I would remind myself over and over - for hours on end - of all of the failings in my life and how there is no hope for me except for a life of loneliness and pain..

OF course this was the time to CTB. I just had to find the short window to do it in! Get a grip damnit.

But then, as soon as I got on the bridge and looked over - my body would just FREEZE.. I kept thinking this would go away, the more I visited the site and desensitized myself to it.. or if I waited until just before sunset when it was relatively empty.. but that wasn't the case. In some cases it got worse..

The thoughts going through my head would range from -

- this is such a beautiful site, how could I possibly do this here? God is showing me how beautiful life is, can't you see? You want to live!

- this is absolutely terrifying what were you thinking flying half way across the country you fool.

- how can you be so selfish and do this and traumatize others..especially families
with young children..

- think about the first responders and others that will be impacted by this.
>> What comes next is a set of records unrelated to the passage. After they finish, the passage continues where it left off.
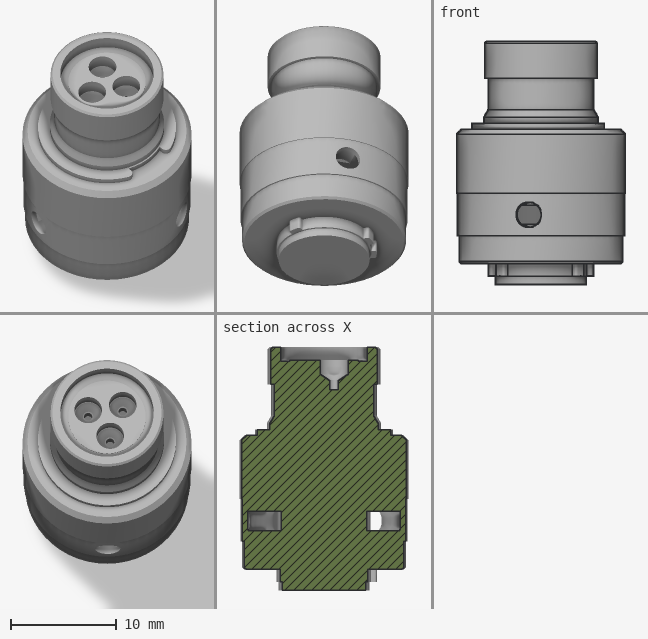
import cadquery as cq
import math

TOTAL_HEIGHT = 23.0
KEY_BASE_Z = 0.8
SHELL_BASE_Z = 1.98
LOWER_STEP_Z = 4.62
UPPER_STEP_Z = 8.65
SHELL_TOP_Z = 14.7
STOP_PLATE_TOP_Z = 15.23
COLLAR_EDGE_Z = 15.8
NECK_BASE_Z = 16.54
HEAD_BASE_Z = 19.48

SPIGOT_RADIUS = 4.3
KEY_RING_RADIUS = 4.48
LOWER_SHELL_RADIUS = 7.75
MIDDLE_SHELL_RADIUS = 7.91
SHELL_DIAMETER = 15.98
SHELL_RADIUS = SHELL_DIAMETER / 2
COLLAR_RADIUS = 5.4
NECK_RADIUS = 5.0
HEAD_RADIUS = 5.34

SHELL_BASE_CHAMFER = 0.2
SHELL_TOP_CHAMFER = 0.48
HEAD_CHAMFER = 0.18

KEY_OUTER_RADIUS = 5.0
KEY_WIDTH = 1.25
KEY_FILLET = 0.23
KEY_ANGLES = (90, 189, 218, 319, 353)

STOP_PLATE_RADIUS = 6.53
STOP_HUB_RADIUS = 5.55
STOP_GAP_WIDTH = 4.0
STOP_END_FILLET = 0.5

SOCKET_RADIUS = 4.42
SOCKET_DEPTH = 1.3
INSERT_RADIUS = 3.65
INSERT_RISE = 0.1

CONTACT_CIRCLE_RADIUS = 1.9
CONTACT_ANGLES = (30, 150, 270)
CONTACT_RADIUS = 1.3
CONTACT_LEDGE_RADIUS = 1.25
CONTACT_DEPTH = 1.35
CONTACT_CONE_DEPTH = 0.5
PIN_LEDGE_RADIUS = 0.5
PIN_HOLE_RADIUS = 0.4
PIN_HOLE_DEPTH = 0.92

SIDE_HOLE_RADIUS = 1.2
SIDE_HOLE_Z = 6.6
SIDE_HOLE_END_DISTANCE = 5.75
SIDE_HOLE_ANGLES = (21.5, 141.5, 261.5)
CHAMBER_RADIUS = 7.35
CORE_RADIUS = 4.42
CHAMBER_BASE_Z = 5.68
CHAMBER_TOP_Z = 7.48


def cylinder(radius, base_z, top_z):
    """Vertical cylinder about the part axis."""
    return cq.Workplane("XY").workplane(offset=base_z).circle(radius).extrude(top_z - base_z)


def turned_body():
    """Stepped body of revolution, without keys and stop plate."""
    outline = [
        (0, 0),
        (SPIGOT_RADIUS, 0),
        (SPIGOT_RADIUS, KEY_BASE_Z),
        (KEY_RING_RADIUS, KEY_BASE_Z),
        (KEY_RING_RADIUS, SHELL_BASE_Z),
        (LOWER_SHELL_RADIUS - SHELL_BASE_CHAMFER, SHELL_BASE_Z),
        (LOWER_SHELL_RADIUS, SHELL_BASE_Z + SHELL_BASE_CHAMFER),
        (LOWER_SHELL_RADIUS, LOWER_STEP_Z),
        (MIDDLE_SHELL_RADIUS, LOWER_STEP_Z),
        (MIDDLE_SHELL_RADIUS, UPPER_STEP_Z),
        (SHELL_RADIUS, UPPER_STEP_Z),
        (SHELL_RADIUS, SHELL_TOP_Z - SHELL_TOP_CHAMFER),
        (SHELL_RADIUS - SHELL_TOP_CHAMFER, SHELL_TOP_Z),
        (COLLAR_RADIUS, SHELL_TOP_Z),
        (COLLAR_RADIUS, COLLAR_EDGE_Z),
        (NECK_RADIUS, NECK_BASE_Z),
        (NECK_RADIUS, HEAD_BASE_Z),
        (HEAD_RADIUS, HEAD_BASE_Z),
        (HEAD_RADIUS, TOTAL_HEIGHT - HEAD_CHAMFER),
        (HEAD_RADIUS - HEAD_CHAMFER, TOTAL_HEIGHT),
        (0, TOTAL_HEIGHT),
    ]
    return cq.Workplane("XZ").polyline(outline).close().revolve(360, (0, 0), (0, 1))


def key(angle):
    """Radial key with a curved outer face and rounded outer corners."""
    height = SHELL_BASE_Z - KEY_BASE_Z
    bar = cq.Workplane("XY", origin=(0, 0, KEY_BASE_Z))
    bar = bar.box(KEY_OUTER_RADIUS, KEY_WIDTH, height, centered=(False, True, False))
    bar = bar.intersect(cylinder(KEY_OUTER_RADIUS, KEY_BASE_Z, SHELL_BASE_Z))
    outer_corners = cq.selectors.BoxSelector(
        (KEY_RING_RADIUS, -KEY_WIDTH, 0), (SHELL_RADIUS, KEY_WIDTH, SHELL_BASE_Z)
    )
    bar = bar.edges("|Z").edges(outer_corners).fillet(KEY_FILLET)
    return bar.rotate((0, 0, 0), (0, 0, 1), angle)


def stop_plate():
    """Ring with a gap toward +X, its outer ends rounded, around a full hub."""
    gap = cq.Workplane("XY").box(
        STOP_PLATE_RADIUS, STOP_GAP_WIDTH, TOTAL_HEIGHT, centered=(False, True, False)
    )
    plate = cylinder(STOP_PLATE_RADIUS, SHELL_TOP_Z, STOP_PLATE_TOP_Z).cut(gap)
    plate = plate.edges("|Z and >X").fillet(STOP_END_FILLET)
    return plate.union(cylinder(STOP_HUB_RADIUS, SHELL_TOP_Z, STOP_PLATE_TOP_Z))


def socket():
    """Round recess in the head, with a slightly raised insert on its floor."""
    floor_z = TOTAL_HEIGHT - SOCKET_DEPTH
    recess = cylinder(SOCKET_RADIUS, floor_z, TOTAL_HEIGHT)
    return recess.cut(cylinder(INSERT_RADIUS, floor_z, floor_z + INSERT_RISE))


def contact_cavity(angle):
    """Straight bore, narrow ledge, funnel and small pin hole, one below the other."""
    mouth_z = TOTAL_HEIGHT - SOCKET_DEPTH + INSERT_RISE
    ledge_z = mouth_z - CONTACT_DEPTH
    funnel_base_z = ledge_z - CONTACT_CONE_DEPTH
    pin_base_z = funnel_base_z - PIN_HOLE_DEPTH
    outline = [
        (0, mouth_z),
        (CONTACT_RADIUS, mouth_z),
        (CONTACT_RADIUS, ledge_z),
        (CONTACT_LEDGE_RADIUS, ledge_z),
        (PIN_LEDGE_RADIUS, funnel_base_z),
        (PIN_HOLE_RADIUS, funnel_base_z),
        (PIN_HOLE_RADIUS, pin_base_z),
        (0, pin_base_z),
    ]
    cavity = cq.Workplane("XZ").polyline(outline).close().revolve(360, (0, 0), (0, 1))
    x = CONTACT_CIRCLE_RADIUS * math.cos(math.radians(angle))
    y = CONTACT_CIRCLE_RADIUS * math.sin(math.radians(angle))
    return cavity.translate((x, y, 0))


def chamber():
    """Ring-shaped space between the shell wall and the inner core."""
    ring = cylinder(CHAMBER_RADIUS, CHAMBER_BASE_Z, CHAMBER_TOP_Z)
    return ring.cut(cylinder(CORE_RADIUS, CHAMBER_BASE_Z, CHAMBER_TOP_Z))


def side_hole(angle):
    """Radial hole from outside the shell through the wall and into the chamber."""
    drill = cq.Workplane("YZ", origin=(SIDE_HOLE_END_DISTANCE, 0, SIDE_HOLE_Z))
    drill = drill.circle(SIDE_HOLE_RADIUS).extrude(SHELL_RADIUS - SIDE_HOLE_END_DISTANCE)
    return drill.rotate((0, 0, 0), (0, 0, 1), angle)


result = turned_body().union(stop_plate())
for key_angle in KEY_ANGLES:
    result = result.union(key(key_angle))
result = result.cut(socket()).cut(chamber())
for contact_angle in CONTACT_ANGLES:
    result = result.cut(contact_cavity(contact_angle))
for hole_angle in SIDE_HOLE_ANGLES:
    result = result.cut(side_hole(hole_angle))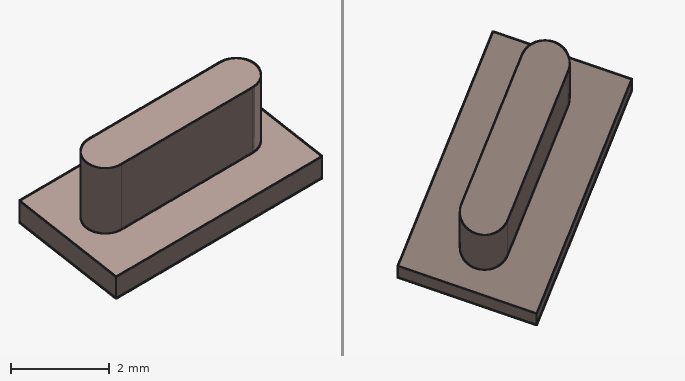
import cadquery as cq

plate_width = 3.0
plate_length = 5.5
plate_thickness = 0.6

total_height = 2.4
key_width = 1.0
key_length = 4.5
key_height = total_height - plate_thickness

plate = cq.Workplane("XY").box(
    plate_width, plate_length, plate_thickness, centered=(True, True, False)
)

result = (
    plate.faces(">Z")
    .workplane()
    .slot2D(key_length, key_width, angle=90)
    .extrude(key_height)
)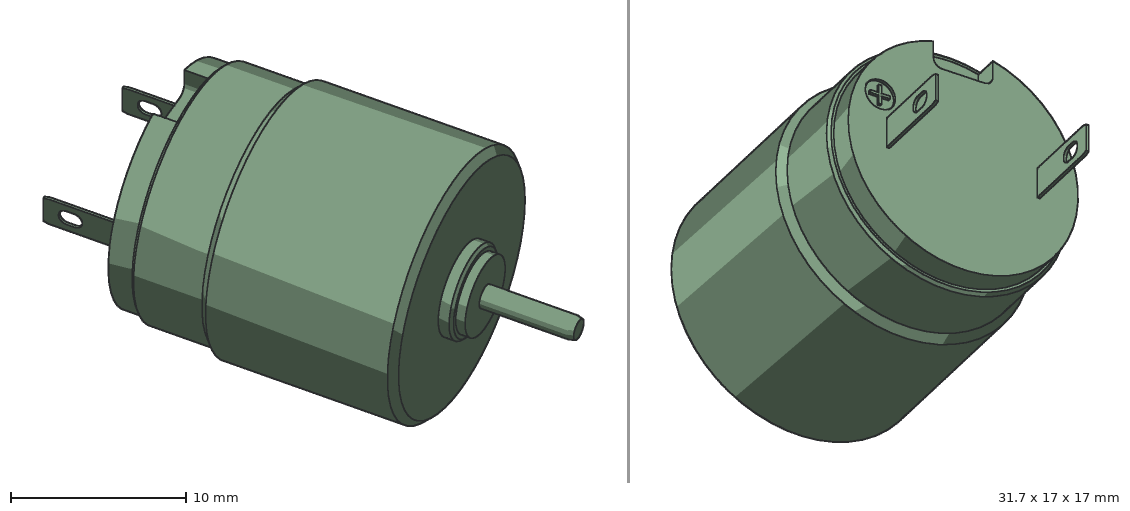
import cadquery as cq


can_length = 17.15
can_diameter = 17.0
can_chamfer = 0.48
rear_length = 4.55
rear_diameter = can_diameter - 2 * can_chamfer
rear_chamfer = 0.2

flange_length = 0.9
flange_diameter = 6.0
flange_chamfer = 0.2
boss_length = 0.6
boss_diameter = 5.07
shaft_end = 7.48
shaft_diameter = 1.5
shaft_chamfer = 0.35
shaft_tip_bevel = 0.1

cap_diameter = 15.3
cap_height = 1.62
cap_seat = 0.32
notch_width = 3.95
notch_floor_z = 5.67
notch_radius = 0.6

mark_y = 5.5
mark_z = 2.5
mark_diameter = 2.0
mark_depth = 0.2
plus_span = 1.3
plus_width = 0.2

terminal_spacing = 10.02
terminal_length = 5.45
terminal_width = 2.0
terminal_thickness = 0.2
tip_bevel_length = 0.35
tip_bevel_depth = 0.1
slot_length = 1.52
slot_width = 1.05
slot_to_tip = 1.75

can_rear_x = -can_length
cap_face_x = can_rear_x - cap_height
terminal_tip_x = cap_face_x - terminal_length


def make_housing():
    """Can, bearing and shaft turned as one solid, with a seat for the end cap."""
    can_r = can_diameter / 2
    rear_r = rear_diameter / 2
    flange_r = flange_diameter / 2
    boss_r = boss_diameter / 2
    shaft_r = shaft_diameter / 2
    shoulder_x = can_rear_x + rear_length
    boss_end_x = flange_length + boss_length
    profile = [
        (can_rear_x, 0),
        (can_rear_x, rear_r - rear_chamfer),
        (can_rear_x + rear_chamfer, rear_r),
        (shoulder_x, rear_r),
        (shoulder_x + can_chamfer, can_r),
        (-can_chamfer, can_r),
        (0, can_r - can_chamfer),
        (0, flange_r),
        (flange_length - flange_chamfer, flange_r),
        (flange_length, flange_r - flange_chamfer),
        (flange_length, boss_r),
        (boss_end_x, boss_r),
        (boss_end_x, shaft_r),
        (shaft_end - shaft_chamfer, shaft_r),
        (shaft_end, shaft_r - shaft_tip_bevel),
        (shaft_end, 0),
    ]
    turned = cq.Workplane("XY").polyline(profile).close().revolve(360, (0, 0, 0), (1, 0, 0))
    seat = cq.Workplane("YZ", origin=(can_rear_x, 0, 0)).circle(cap_diameter / 2).extrude(cap_seat)
    return turned.cut(seat)


def make_notch():
    """Cutter for the round-cornered notch at the top of the cap, down to the can's rear face."""
    notch_height = cap_diameter / 2
    return (
        cq.Workplane("XY")
        .box(cap_height, notch_width, notch_height, centered=(False, True, False))
        .edges("|X and <Z")
        .fillet(notch_radius)
        .translate((cap_face_x, 0, notch_floor_z))
    )


def make_polarity_mark():
    """Cutter for the round recess, leaving the plus standing."""
    face = cq.Workplane("YZ", origin=(cap_face_x, mark_y, mark_z))
    disc = face.circle(mark_diameter / 2).extrude(mark_depth)
    bar_across = face.rect(plus_span, plus_width).extrude(mark_depth)
    bar_up = face.rect(plus_width, plus_span).extrude(mark_depth)
    return disc.cut(bar_across).cut(bar_up)


def make_terminal(y):
    """Flat slotted terminal, centred at the given Y and rising from the cap's face."""
    half_width = terminal_width / 2
    tip_half_width = half_width - tip_bevel_depth
    bevel_x = terminal_tip_x + tip_bevel_length
    outline = [
        (cap_face_x, half_width),
        (bevel_x, half_width),
        (terminal_tip_x, tip_half_width),
        (terminal_tip_x, -tip_half_width),
        (bevel_x, -half_width),
        (cap_face_x, -half_width),
    ]
    mid_plane = cq.Workplane("XZ", origin=(0, y, 0))
    blade = mid_plane.polyline(outline).close().extrude(terminal_thickness / 2, both=True)
    slot = (
        mid_plane.center(terminal_tip_x + slot_to_tip, 0)
        .slot2D(slot_length, slot_width)
        .extrude(terminal_thickness, both=True)
    )
    return blade.cut(slot)


def make_end_cap():
    """Cap disc with its notch, polarity mark and the two terminals fixed in it."""
    cap = (
        cq.Workplane("YZ", origin=(cap_face_x, 0, 0))
        .circle(cap_diameter / 2)
        .extrude(cap_height + cap_seat)
    )
    cap = cap.cut(make_notch()).cut(make_polarity_mark())
    for side in (-1, 1):
        cap = cap.union(make_terminal(side * terminal_spacing / 2))
    return cap


housing = make_housing()
end_cap = make_end_cap()
result = cq.Compound.makeCompound([housing.val(), end_cap.val()])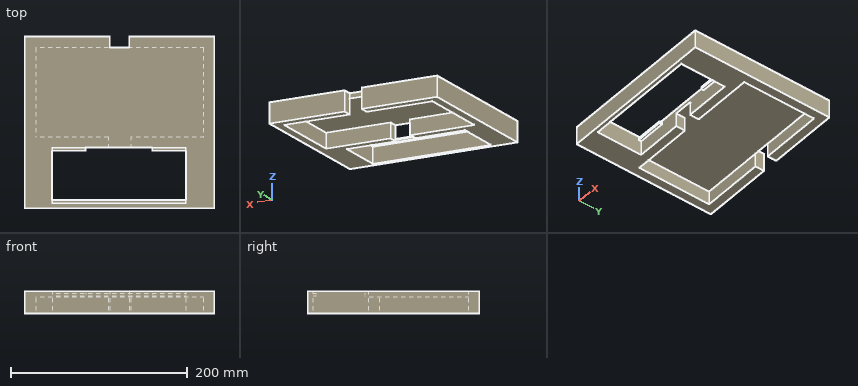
import cadquery as cq

length = 215.2
width = 194.7
height = 25.4
wall = 12.5
roof = 6.5

window_left = 31.2
window_length = 151.5
window_front = 5.8
window_width = 62.8
window_back = window_front + window_width

ledge_width = 3.7
ledge_thickness = 2.5
ledge_drop = 2.5
back_ledge_length = 38.0

notch_length = 22.0
notch_width = wall
passage_length = 25.0


def box(x, y, z, size_x, size_y, size_z):
    """Box with its lowest corner at (x, y, z)."""
    return cq.Workplane("XY").box(size_x, size_y, size_z, centered=False).translate((x, y, z))


def ledge(x, y, ledge_length):
    """Narrow bar just below the top face."""
    bottom = height - ledge_drop - ledge_thickness
    return box(x, y, bottom, ledge_length, ledge_width, ledge_thickness)


plate = box(0, 0, 0, length, width, height)
window = box(window_left, window_front, 0, window_length, window_width, height)
notch = box((length - notch_length) / 2, width - notch_width, 0, notch_length, notch_width, height)

cavity_front = window_back + wall
cavity_width = width - wall - cavity_front
cavity = box(wall, cavity_front, 0, length - 2 * wall, cavity_width, height - roof)

passage = box((length - passage_length) / 2, window_back, 0, passage_length, wall, height - roof)

result = plate.cut(window).cut(notch).cut(cavity).cut(passage)

back_ledge_y = window_back - ledge_width
right_ledge_x = window_left + window_length - back_ledge_length
result = result.union(ledge(window_left, window_front, window_length))
for ledge_x in (window_left, right_ledge_x):
    result = result.union(ledge(ledge_x, back_ledge_y, back_ledge_length))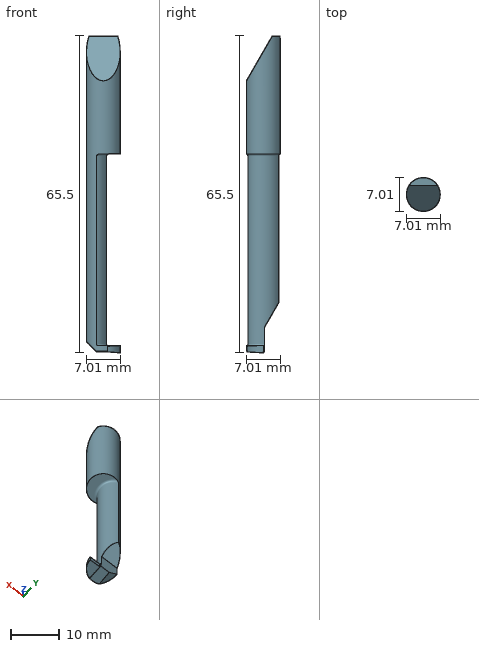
import cadquery as cq
import math

length = 65.5
radius = 3.505
margin = 1.3

end_slope = math.radians(60)
end_flat_y = 1.85

neck_offset = 2.8
neck_top = 41.15
neck_fillet = 0.5
head_fillet = 0.2

head_top = 1.6
head_relief = 0.2
holder_bottom = 0.2
chip_face_y = 0.25
chip_face_top = 5.3
chip_slope = math.radians(60)
corner_x = -1.4
corner_height = 2.35
tip_start_x = 0.885
tip_face_y = 0.0

reach = radius + margin


def bar(bottom):
    """Round bar from the given height up to the shank end."""
    return cq.Workplane("XY", origin=(0, 0, bottom)).circle(radius).extrude(length - bottom)


def along_x(points):
    """Prism across the full bar width from a Y-Z outline."""
    return cq.Workplane("YZ").polyline(points).close().extrude(reach, both=True)


def along_y(points):
    """Prism across the full bar depth from an X-Z outline."""
    return cq.Workplane("XZ").polyline(points).close().extrude(reach, both=True)


def end_flat_cutter():
    drop = (end_flat_y + reach) * math.tan(end_slope)
    return along_x([(end_flat_y, length), (-reach, length), (-reach, length - drop)])


def neck_cutter():
    """Material outside the eccentric neck, with rounded rims at both ends."""
    height = neck_top - head_top
    block = cq.Workplane("XY", origin=(0, 0, head_top)).rect(4 * reach, 4 * reach).extrude(height)
    neck = cq.Workplane("XY", origin=(-neck_offset, 0, head_top)).circle(radius).extrude(height)
    cutter = block.cut(neck)
    cutter = cutter.faces(">Z").edges("%CIRCLE").fillet(neck_fillet)
    return cutter.faces("<Z").edges("%CIRCLE").fillet(head_fillet)


def chip_face_cutter():
    rise = (reach - chip_face_y) * math.tan(chip_slope)
    return along_x([
        (chip_face_y, -margin),
        (chip_face_y, chip_face_top),
        (reach, chip_face_top + rise),
        (reach, -margin),
    ])


def corner_cutter():
    slope = (corner_height - holder_bottom) / (radius + corner_x)
    return along_y([
        (-reach, corner_height + slope * margin),
        (corner_x + margin / slope, holder_bottom - margin),
        (-reach, holder_bottom - margin),
    ])


def underside_cutter(bottom):
    """Clearance below the head, rising toward -Y."""
    relief_rise = head_relief * reach / radius
    return along_x([
        (0, bottom),
        (-reach, bottom + relief_rise),
        (-reach, -margin),
        (0, -margin),
    ])


def make_holder():
    holder = bar(holder_bottom).cut(end_flat_cutter()).cut(neck_cutter())
    holder = holder.cut(chip_face_cutter()).cut(corner_cutter())
    holder = holder.cut(underside_cutter(holder_bottom))
    tip_space = along_y([(tip_start_x, 0), (reach, 0), (reach, head_top), (tip_start_x, head_top)])
    return holder.cut(tip_space)


def make_tip():
    """Round-backed tip, tapered in depth and deepest at its outer cutting corner."""
    profile = along_x([
        (tip_face_y, 0),
        (tip_face_y, head_top),
        (-reach, head_top - head_relief * reach / radius),
        (-reach, head_relief * reach / radius),
    ])
    width_limit = along_y([
        (tip_start_x, holder_bottom),
        (radius, 0),
        (radius, head_top),
        (tip_start_x, head_top),
    ])
    return bar(0).intersect(profile).intersect(width_limit)


holder = make_holder()
tip = make_tip()
result = cq.Compound.makeCompound([holder.val(), tip.val()])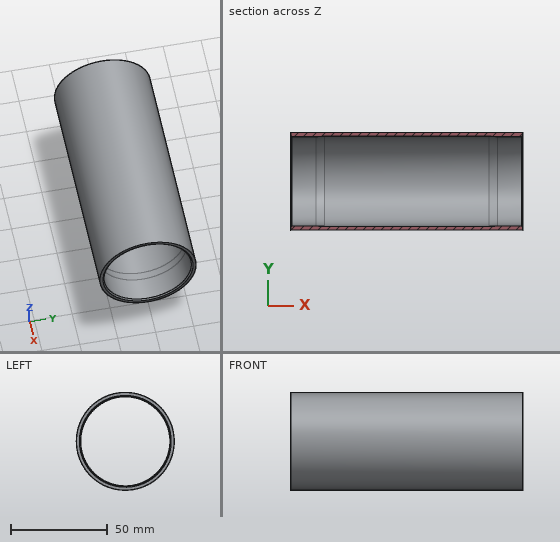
import cadquery as cq

length = 120.0
outer_radius = 50.8 / 2
mouth_radius = 23.8
land_radius = 23.0
bore_radius = 23.3
mouth_depth = 0.7
land_depth = 13.2
taper_length = 4.3

half_length = length / 2
mouth_end = half_length - mouth_depth
land_end = half_length - land_depth
bore_end = land_end - taper_length

wall_section = (
    cq.Workplane("XY")
    .moveTo(-half_length, outer_radius)
    .lineTo(half_length, outer_radius)
    .lineTo(half_length, mouth_radius)
    .lineTo(mouth_end, land_radius)
    .lineTo(land_end, land_radius)
    .lineTo(bore_end, bore_radius)
    .lineTo(-bore_end, bore_radius)
    .lineTo(-land_end, land_radius)
    .lineTo(-mouth_end, land_radius)
    .lineTo(-half_length, mouth_radius)
    .close()
)

result = wall_section.revolve(360, (0, 0, 0), (1, 0, 0))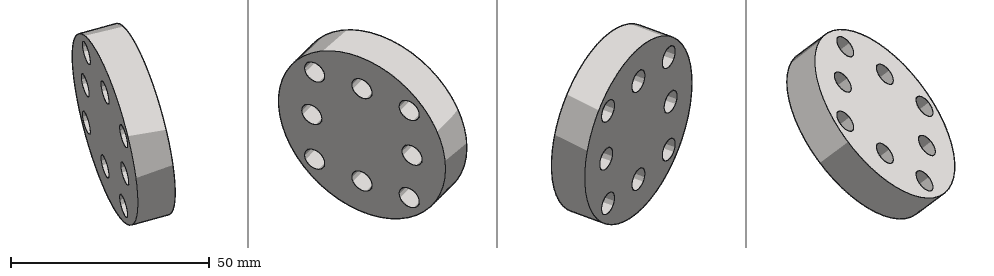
import cadquery as cq

disc_diameter = 50.0
thickness = 10.0
hole_diameter = 6.0
inner_circle_radius = 15.0
outer_circle_radius = 20.0
holes_per_circle = 4
diagonal_angle = 45.0


def hole_ring(radius, start_angle):
    """Through-hole cutters evenly spaced on a circle around the Y axis."""
    return (
        cq.Workplane("XZ")
        .polarArray(radius, start_angle, 360, holes_per_circle)
        .circle(hole_diameter / 2)
        .extrude(thickness)
    )


disc = cq.Workplane("XZ").circle(disc_diameter / 2).extrude(thickness)

result = disc.cut(hole_ring(inner_circle_radius, 0)).cut(hole_ring(outer_circle_radius, diagonal_angle))

- you are going to experience absolute terror every second on the way down which may feel like an eternity (from what I've read)

- you will never be released from your earthly suffering and will be damned to hell and repeated experience of falling to death for the rest of eternity (fear of judgement from God)

And then as soon as I would leave the bridge I would be determined to return the next day and try again… after day 7, I decided it was time to regroup and go home.

I am now looking into SN as a more humane way to CTB, I wish I had looked into it earlier but it seemed to be quite difficult to locate and requiring a lot of moving parts to get right. And I was running out of time - so jumping did seem like the right option at the time.

If I attempt jumping again, it will have to be at a much quieter location (Navajo Bridge in the US is another consideration), or from the balcony of a very tall hotel room.. where I have privacy if I hesitate and won't be detained..

I am now flying back home to regroup and figure out what my next attempt will be.

This was long, I know. I hope it helps someone contemplating the Rio Grande Gorge Bridge..and jumping in general.